== Segment start ==

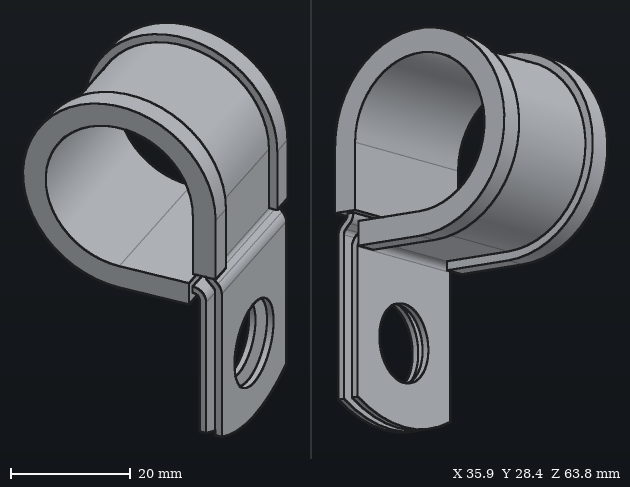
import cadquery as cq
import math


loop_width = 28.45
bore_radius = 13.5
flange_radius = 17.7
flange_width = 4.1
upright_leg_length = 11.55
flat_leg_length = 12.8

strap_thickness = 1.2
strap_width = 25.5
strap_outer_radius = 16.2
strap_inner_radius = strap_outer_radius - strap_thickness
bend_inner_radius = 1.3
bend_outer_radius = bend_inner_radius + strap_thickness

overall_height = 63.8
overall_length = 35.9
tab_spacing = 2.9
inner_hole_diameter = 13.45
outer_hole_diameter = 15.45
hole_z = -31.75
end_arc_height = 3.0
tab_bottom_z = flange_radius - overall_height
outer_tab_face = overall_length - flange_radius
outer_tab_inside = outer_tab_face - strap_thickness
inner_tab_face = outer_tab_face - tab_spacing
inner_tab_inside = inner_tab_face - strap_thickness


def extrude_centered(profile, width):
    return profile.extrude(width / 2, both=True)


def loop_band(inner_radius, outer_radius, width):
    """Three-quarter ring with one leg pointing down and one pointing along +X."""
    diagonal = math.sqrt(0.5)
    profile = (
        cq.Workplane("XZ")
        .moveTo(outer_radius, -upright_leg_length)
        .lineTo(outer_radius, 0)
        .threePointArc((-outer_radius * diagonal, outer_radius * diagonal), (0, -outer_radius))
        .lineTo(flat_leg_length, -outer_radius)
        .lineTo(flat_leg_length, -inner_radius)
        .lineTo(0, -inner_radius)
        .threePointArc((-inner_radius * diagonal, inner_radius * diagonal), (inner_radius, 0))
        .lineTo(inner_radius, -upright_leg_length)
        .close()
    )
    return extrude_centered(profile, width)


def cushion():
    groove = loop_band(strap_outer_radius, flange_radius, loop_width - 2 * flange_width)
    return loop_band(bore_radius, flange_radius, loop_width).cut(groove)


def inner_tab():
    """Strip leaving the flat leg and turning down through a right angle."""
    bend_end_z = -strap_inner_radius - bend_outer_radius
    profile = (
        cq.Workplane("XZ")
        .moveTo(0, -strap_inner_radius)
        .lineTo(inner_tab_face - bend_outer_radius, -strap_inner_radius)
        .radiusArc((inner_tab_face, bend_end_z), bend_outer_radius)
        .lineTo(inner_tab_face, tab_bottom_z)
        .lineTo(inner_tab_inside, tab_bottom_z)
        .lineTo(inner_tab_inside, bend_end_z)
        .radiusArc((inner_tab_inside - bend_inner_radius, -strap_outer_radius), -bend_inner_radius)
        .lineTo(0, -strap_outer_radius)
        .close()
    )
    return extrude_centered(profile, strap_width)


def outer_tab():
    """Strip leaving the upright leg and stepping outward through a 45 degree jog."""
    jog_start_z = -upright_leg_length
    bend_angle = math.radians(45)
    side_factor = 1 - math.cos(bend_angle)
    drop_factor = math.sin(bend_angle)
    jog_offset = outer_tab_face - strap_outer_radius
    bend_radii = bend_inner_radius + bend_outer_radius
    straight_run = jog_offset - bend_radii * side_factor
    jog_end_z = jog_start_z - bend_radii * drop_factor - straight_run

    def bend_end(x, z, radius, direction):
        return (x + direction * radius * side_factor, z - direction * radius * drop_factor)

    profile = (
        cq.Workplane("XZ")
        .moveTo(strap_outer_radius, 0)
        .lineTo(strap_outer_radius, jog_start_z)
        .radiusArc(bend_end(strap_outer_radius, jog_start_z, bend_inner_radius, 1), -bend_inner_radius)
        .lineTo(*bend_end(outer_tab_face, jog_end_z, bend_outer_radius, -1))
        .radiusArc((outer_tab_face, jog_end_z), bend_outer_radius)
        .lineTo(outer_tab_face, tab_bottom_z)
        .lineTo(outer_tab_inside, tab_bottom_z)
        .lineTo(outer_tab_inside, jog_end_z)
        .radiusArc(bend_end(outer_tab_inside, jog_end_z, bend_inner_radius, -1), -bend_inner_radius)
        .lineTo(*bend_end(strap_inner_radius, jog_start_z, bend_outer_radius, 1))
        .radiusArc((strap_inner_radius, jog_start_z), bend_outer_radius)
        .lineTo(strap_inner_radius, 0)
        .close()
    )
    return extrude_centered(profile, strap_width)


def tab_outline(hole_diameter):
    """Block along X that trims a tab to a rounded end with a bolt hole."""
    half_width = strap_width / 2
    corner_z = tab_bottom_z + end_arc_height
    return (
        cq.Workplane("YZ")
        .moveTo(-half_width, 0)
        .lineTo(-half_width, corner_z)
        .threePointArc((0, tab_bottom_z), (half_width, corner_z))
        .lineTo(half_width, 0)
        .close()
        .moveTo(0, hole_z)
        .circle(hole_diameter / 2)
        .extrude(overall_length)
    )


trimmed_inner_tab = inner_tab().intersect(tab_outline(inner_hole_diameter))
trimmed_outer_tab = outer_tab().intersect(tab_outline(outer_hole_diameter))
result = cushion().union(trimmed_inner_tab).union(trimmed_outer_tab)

== Segment end ==
== Segment start ==

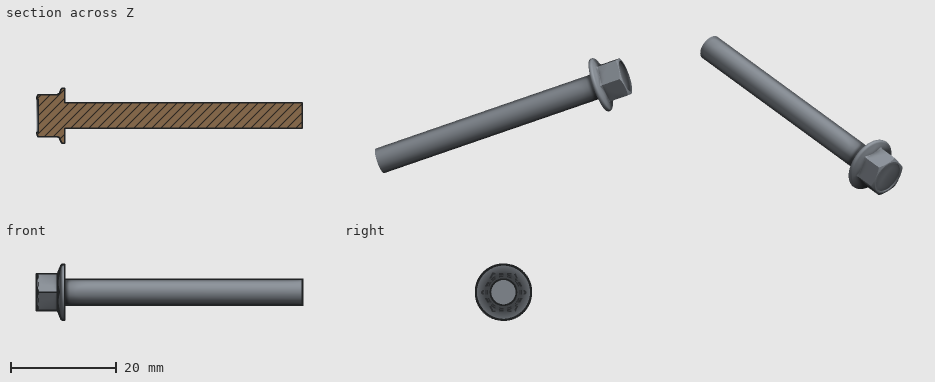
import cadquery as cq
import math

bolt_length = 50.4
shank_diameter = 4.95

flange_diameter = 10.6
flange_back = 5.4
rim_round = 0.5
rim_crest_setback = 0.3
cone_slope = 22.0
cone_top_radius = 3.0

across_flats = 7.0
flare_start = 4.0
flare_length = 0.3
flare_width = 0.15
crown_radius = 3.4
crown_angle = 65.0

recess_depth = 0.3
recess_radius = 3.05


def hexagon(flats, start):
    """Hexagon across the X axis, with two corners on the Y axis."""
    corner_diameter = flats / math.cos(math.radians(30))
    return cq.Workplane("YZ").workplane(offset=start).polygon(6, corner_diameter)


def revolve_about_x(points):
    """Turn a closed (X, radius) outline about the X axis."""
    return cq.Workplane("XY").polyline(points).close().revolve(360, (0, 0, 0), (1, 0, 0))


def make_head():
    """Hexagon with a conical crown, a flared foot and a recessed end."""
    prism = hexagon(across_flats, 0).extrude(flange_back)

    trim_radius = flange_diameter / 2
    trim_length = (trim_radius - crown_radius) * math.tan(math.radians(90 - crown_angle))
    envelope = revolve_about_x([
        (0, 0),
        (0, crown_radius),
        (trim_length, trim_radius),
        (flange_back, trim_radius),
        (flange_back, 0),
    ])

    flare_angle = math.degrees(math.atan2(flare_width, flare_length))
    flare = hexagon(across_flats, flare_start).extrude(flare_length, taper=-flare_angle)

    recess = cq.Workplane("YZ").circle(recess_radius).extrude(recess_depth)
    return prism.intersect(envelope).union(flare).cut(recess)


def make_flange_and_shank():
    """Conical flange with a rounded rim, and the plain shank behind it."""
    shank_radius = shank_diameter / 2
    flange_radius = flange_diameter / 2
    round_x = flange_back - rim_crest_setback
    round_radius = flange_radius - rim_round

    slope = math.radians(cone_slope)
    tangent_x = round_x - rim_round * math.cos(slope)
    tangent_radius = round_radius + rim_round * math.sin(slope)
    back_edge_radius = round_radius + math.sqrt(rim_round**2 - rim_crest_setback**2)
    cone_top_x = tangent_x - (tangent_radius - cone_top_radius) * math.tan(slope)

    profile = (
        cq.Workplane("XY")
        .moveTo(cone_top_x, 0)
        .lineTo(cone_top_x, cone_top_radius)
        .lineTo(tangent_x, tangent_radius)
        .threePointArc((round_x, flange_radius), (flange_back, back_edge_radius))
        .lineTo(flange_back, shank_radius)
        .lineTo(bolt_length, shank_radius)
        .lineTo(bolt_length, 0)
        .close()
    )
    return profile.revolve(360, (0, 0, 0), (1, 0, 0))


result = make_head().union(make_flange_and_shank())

== Segment end ==

Looking at the entries, work out how many lines include the word "moveTo" and give the number by itself.

6